POC: Split-Apply-Combine using lithops

[walljcg]

We want to be able to perform split-apply-combine operations on (geo)pandas dataframes in a distributed / scalable way both on a single multi-core machine and in the cloud. It looks like lithops may take care of the architecture for this already (https://github.com/lithops-cloud/lithops). But we need to research how to generalize the use of lithops across tasks may need both the local/cloud split/apply/combine paradigm.

[cisaacstern]

In an initial exploration session today I'm encouraged by what I'm seeing with lithops so far. 👍

Using the lithops.LocalhostExecutor, I've adapted this official map reduce example into a script (see below) that generates EcoMaps in parallel using python multiprocessing (mediated by lithops).

The script (click to expand)

```python # mr.py import sys import time from importlib import resources import geopandas as gpd import lithops from ecoscope_workflows.tasks.results import draw_ecomap def get_source_table() -> gpd.GeoDataFrame: path = resources.files("ecoscope_workflows.tasks.analysis") / "calculate-time-density.example-return.parquet" return gpd.read_parquet(path) def split_source_table(source_table: gpd.GeoDataFrame, n: int): # TODO actually split source_table into groups here return [source_table for _ in range(n)] def map_function(geodataframe: gpd.GeoDataFrame) -> str: ecomap_kws = { "static": False, "height": 1000, "width": 1500, "search_control": True, "title": "Great Map", "title_kws": {}, "tile_layers": [], "north_arrow_kws": {}, "add_gdf_kws": {}, } return draw_ecomap(geodataframe, **ecomap_kws) def reduce_function(results): ecomaps = [] for ecomap in results: ecomaps.append(ecomap) return ecomaps if __name__ == "__main__": n = int(sys.argv[1]) print (f"Splitting source table into {n} parts") source_table = get_source_table() fexec = lithops.LocalhostExecutor(log_level="CRITICAL") start = time.time() fexec.map_reduce(map_function, split_source_table(source_table, n), reduce_function, spawn_reducer=0) fexec.get_result() elapsed = time.time() - start print(f"Elapsed time for generating {n} ecomaps: {round(elapsed)}s") ```

Initial results:

➜ python3 mr.py 1
Splitting source table into 1 parts
Elapsed time for generating 1 ecomaps: 12s

➜ python3 mr.py 2
Splitting source table into 2 parts
Elapsed time for generating 2 ecomaps: 12s

➜ python3 mr.py 5
Splitting source table into 5 parts
Elapsed time for generating 5 ecomaps: 13s

➜ python3 mr.py 15
Splitting source table into 15 parts
Elapsed time for generating 15 ecomaps: 28s

So wall time is basically flat from 1 -> 5 maps, and then once I get to 15, it starts going up, because I've crossed the threshold of the number of cores I have on my laptop (8), and the scheduler can't run everything in parallel.

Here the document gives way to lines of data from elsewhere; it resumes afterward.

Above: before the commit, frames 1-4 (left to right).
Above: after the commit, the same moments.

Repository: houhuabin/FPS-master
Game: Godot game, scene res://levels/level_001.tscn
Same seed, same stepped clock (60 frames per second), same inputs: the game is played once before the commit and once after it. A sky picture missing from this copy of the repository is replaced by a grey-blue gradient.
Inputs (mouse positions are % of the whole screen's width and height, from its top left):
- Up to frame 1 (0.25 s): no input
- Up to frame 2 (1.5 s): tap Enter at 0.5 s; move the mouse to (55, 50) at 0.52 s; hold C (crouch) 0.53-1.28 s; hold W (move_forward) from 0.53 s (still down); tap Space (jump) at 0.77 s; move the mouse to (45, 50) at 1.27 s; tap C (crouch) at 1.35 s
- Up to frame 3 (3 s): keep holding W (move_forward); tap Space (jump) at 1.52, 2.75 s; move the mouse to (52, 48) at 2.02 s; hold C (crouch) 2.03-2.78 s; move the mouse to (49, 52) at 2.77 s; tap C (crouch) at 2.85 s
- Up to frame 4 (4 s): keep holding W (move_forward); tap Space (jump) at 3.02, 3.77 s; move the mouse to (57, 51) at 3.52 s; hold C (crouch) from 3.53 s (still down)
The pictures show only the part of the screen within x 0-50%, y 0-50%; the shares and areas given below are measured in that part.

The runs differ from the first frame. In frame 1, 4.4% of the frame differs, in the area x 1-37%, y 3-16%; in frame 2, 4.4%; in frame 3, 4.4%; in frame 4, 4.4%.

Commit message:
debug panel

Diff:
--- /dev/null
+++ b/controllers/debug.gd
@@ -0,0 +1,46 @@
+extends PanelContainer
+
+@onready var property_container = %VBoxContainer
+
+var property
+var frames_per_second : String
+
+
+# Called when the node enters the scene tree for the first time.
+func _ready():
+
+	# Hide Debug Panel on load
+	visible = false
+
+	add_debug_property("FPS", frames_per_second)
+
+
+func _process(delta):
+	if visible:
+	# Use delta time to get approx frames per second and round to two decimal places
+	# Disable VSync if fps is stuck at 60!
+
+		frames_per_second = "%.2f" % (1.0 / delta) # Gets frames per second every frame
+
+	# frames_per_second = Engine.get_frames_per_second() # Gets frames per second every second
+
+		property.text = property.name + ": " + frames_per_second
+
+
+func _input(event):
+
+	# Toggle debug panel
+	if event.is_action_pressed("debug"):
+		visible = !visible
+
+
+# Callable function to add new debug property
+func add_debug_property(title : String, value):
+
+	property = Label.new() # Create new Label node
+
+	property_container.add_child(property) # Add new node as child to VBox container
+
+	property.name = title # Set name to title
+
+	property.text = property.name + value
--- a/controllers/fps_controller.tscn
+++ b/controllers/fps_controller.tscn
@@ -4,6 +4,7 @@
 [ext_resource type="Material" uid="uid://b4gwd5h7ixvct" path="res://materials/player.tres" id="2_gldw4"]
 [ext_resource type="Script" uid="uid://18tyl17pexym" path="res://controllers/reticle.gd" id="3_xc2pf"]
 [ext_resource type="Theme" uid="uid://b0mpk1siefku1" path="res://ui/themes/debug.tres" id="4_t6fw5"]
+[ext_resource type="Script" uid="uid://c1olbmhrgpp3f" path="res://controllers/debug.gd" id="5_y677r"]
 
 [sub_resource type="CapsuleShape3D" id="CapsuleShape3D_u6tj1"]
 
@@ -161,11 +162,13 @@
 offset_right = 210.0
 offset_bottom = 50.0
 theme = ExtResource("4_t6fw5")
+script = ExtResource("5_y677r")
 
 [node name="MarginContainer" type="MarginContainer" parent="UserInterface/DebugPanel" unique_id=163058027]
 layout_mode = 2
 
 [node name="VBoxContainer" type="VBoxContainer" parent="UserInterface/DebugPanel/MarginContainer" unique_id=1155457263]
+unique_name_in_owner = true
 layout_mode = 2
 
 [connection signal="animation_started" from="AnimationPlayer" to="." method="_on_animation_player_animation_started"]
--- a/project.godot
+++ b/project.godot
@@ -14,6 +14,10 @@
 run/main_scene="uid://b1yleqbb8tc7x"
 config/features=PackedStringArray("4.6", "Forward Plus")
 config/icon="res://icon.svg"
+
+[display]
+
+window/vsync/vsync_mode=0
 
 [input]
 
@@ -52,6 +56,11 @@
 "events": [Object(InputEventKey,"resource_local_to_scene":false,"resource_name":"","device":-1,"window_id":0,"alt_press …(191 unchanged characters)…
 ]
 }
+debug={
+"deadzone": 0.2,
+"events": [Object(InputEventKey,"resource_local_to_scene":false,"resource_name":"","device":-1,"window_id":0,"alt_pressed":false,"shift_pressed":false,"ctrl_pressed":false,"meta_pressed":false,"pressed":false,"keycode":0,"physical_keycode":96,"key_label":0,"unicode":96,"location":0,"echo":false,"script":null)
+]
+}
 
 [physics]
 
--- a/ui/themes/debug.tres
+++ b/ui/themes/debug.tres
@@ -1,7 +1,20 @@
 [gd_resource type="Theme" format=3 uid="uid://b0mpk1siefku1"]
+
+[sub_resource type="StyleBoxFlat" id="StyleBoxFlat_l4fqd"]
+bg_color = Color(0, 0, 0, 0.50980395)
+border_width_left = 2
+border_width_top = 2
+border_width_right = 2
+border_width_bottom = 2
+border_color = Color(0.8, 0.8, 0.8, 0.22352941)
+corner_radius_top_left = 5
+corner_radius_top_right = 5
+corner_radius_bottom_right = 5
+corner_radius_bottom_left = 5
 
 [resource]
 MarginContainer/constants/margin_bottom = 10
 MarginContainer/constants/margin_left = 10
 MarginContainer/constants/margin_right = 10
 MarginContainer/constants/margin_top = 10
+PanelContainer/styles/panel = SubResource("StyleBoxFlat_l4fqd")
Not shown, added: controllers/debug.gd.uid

Next steps which I'll work on later this weekend:

• [ ] Make this example more realistic for the use case of ecoscope-workflows
• [ ] GCP Cloud Run deployment

[walljcg]

This looks great Charles and indeed very promising. I'm curious about the spawn_reducer parameter - doesn't setting that to zero effectively then not wait for any results to be returned before executing the reduce_function()?

[cisaacstern]

Good question, I definitely don't 100% grok this option yet, particularly how it behaves in a local context, but my basic understanding (which could be wrong) was that this option determines when the container / process that will eventually execute the reduction is started, not when it is called. For sure worth looking into this further, which I will do.